### WORK REQUIRED:
Would you transcribe the entries below word for word, omitting all images?

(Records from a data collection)
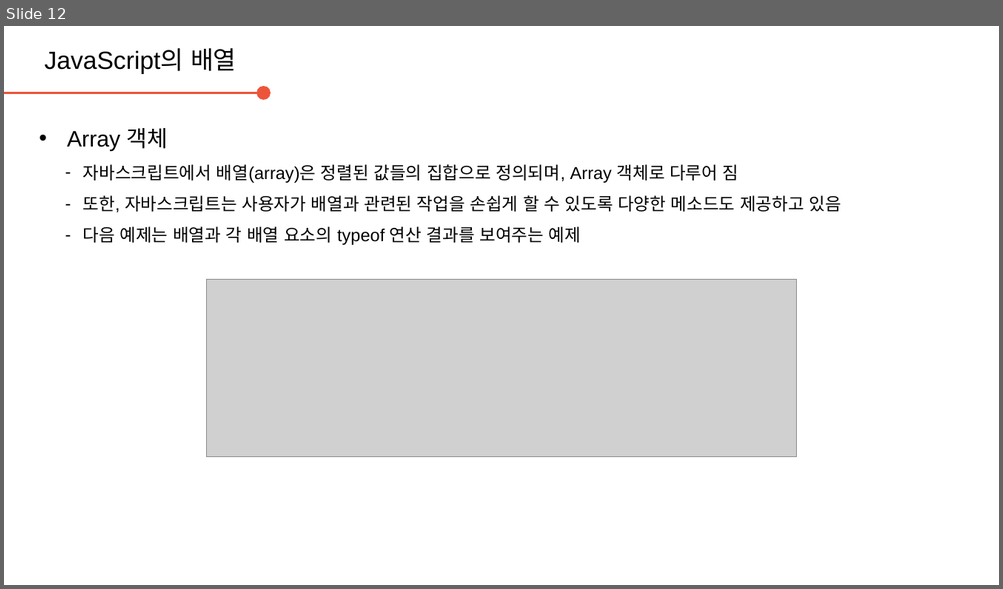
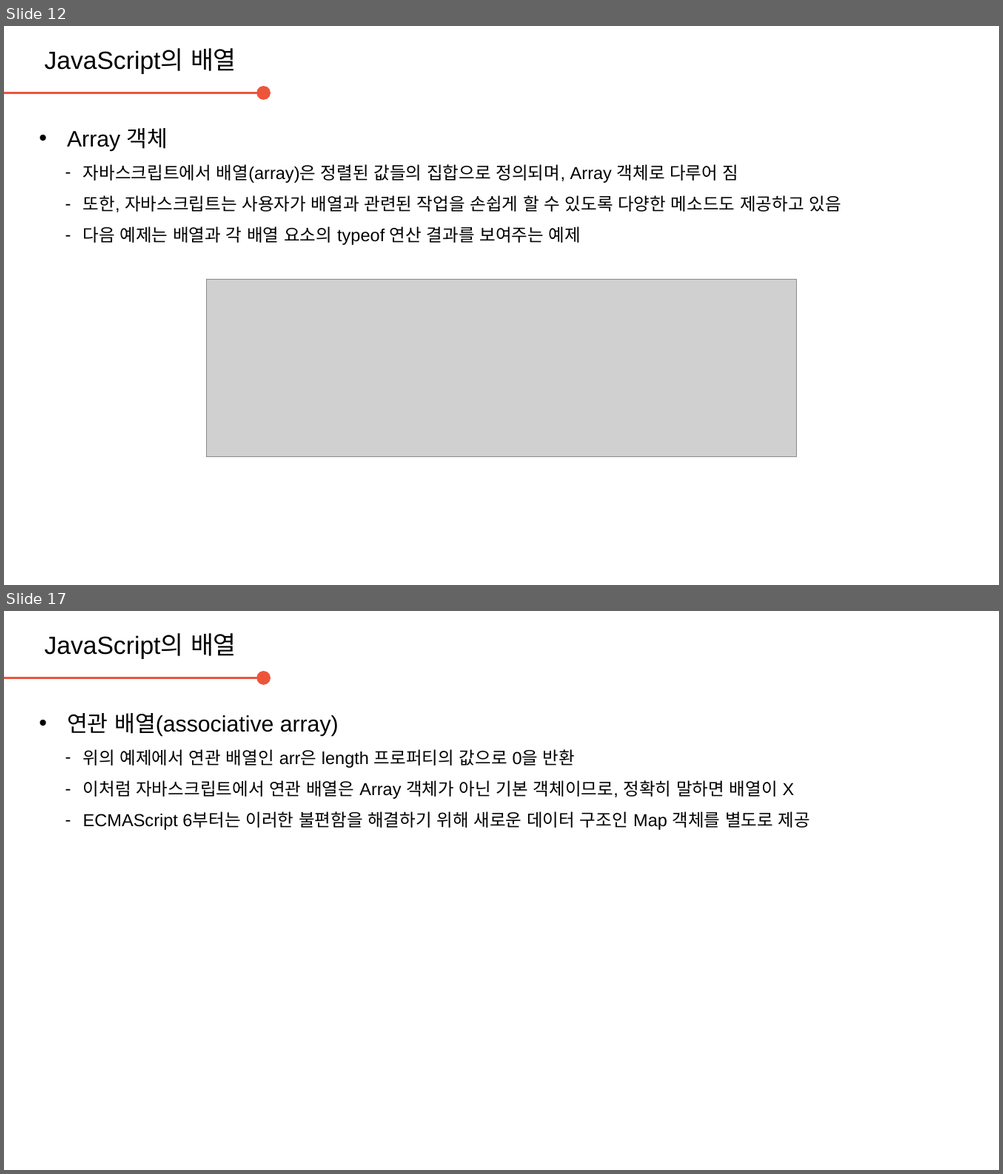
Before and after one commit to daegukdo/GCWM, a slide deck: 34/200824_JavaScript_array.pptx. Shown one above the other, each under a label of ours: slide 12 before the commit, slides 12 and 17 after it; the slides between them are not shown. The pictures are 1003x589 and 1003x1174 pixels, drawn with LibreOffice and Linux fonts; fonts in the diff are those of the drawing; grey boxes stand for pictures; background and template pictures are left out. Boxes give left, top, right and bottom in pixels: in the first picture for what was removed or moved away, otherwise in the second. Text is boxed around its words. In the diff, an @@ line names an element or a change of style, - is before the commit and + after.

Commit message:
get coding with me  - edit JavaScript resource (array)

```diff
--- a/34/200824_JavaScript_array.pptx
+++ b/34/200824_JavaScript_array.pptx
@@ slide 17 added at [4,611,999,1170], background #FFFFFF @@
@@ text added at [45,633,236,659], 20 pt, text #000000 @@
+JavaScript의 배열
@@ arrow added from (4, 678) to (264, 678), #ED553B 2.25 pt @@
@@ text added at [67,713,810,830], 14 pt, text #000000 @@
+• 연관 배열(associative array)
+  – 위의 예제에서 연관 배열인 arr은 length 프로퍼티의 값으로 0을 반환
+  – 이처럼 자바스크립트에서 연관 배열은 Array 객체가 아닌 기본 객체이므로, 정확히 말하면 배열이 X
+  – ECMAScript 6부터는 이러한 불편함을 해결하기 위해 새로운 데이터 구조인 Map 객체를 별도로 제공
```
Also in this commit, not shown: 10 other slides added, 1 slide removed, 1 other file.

### TASK RESULT:
Before and after one commit to daegukdo/GCWM, a slide deck: 34/200824_JavaScript_array.pptx. Shown one above the other, each under a label of ours: slide 12 before the commit, slides 12 and 17 after it; the slides between them are not shown. The pictures are 1003x589 and 1003x1174 pixels, drawn with LibreOffice and Linux fonts; fonts in the diff are those of the drawing; grey boxes stand for pictures; background and template pictures are left out. Boxes give left, top, right and bottom in pixels: in the first picture for what was removed or moved away, otherwise in the second. Text is boxed around its words. In the diff, an @@ line names an element or a change of style, - is before the commit and + after.

Commit message:
get coding with me  - edit JavaScript resource (array)

```diff
--- a/34/200824_JavaScript_array.pptx
+++ b/34/200824_JavaScript_array.pptx
@@ slide 17 added at [4,611,999,1170], background #FFFFFF @@
@@ text added at [45,633,236,659], 20 pt, text #000000 @@
+JavaScript의 배열
@@ arrow added from (4, 678) to (264, 678), #ED553B 2.25 pt @@
@@ text added at [67,713,810,830], 14 pt, text #000000 @@
+• 연관 배열(associative array)
+  – 위의 예제에서 연관 배열인 arr은 length 프로퍼티의 값으로 0을 반환
+  – 이처럼 자바스크립트에서 연관 배열은 Array 객체가 아닌 기본 객체이므로, 정확히 말하면 배열이 X
+  – ECMAScript 6부터는 이러한 불편함을 해결하기 위해 새로운 데이터 구조인 Map 객체를 별도로 제공
```
Also in this commit, not shown: 10 other slides added, 1 slide removed, 1 other file.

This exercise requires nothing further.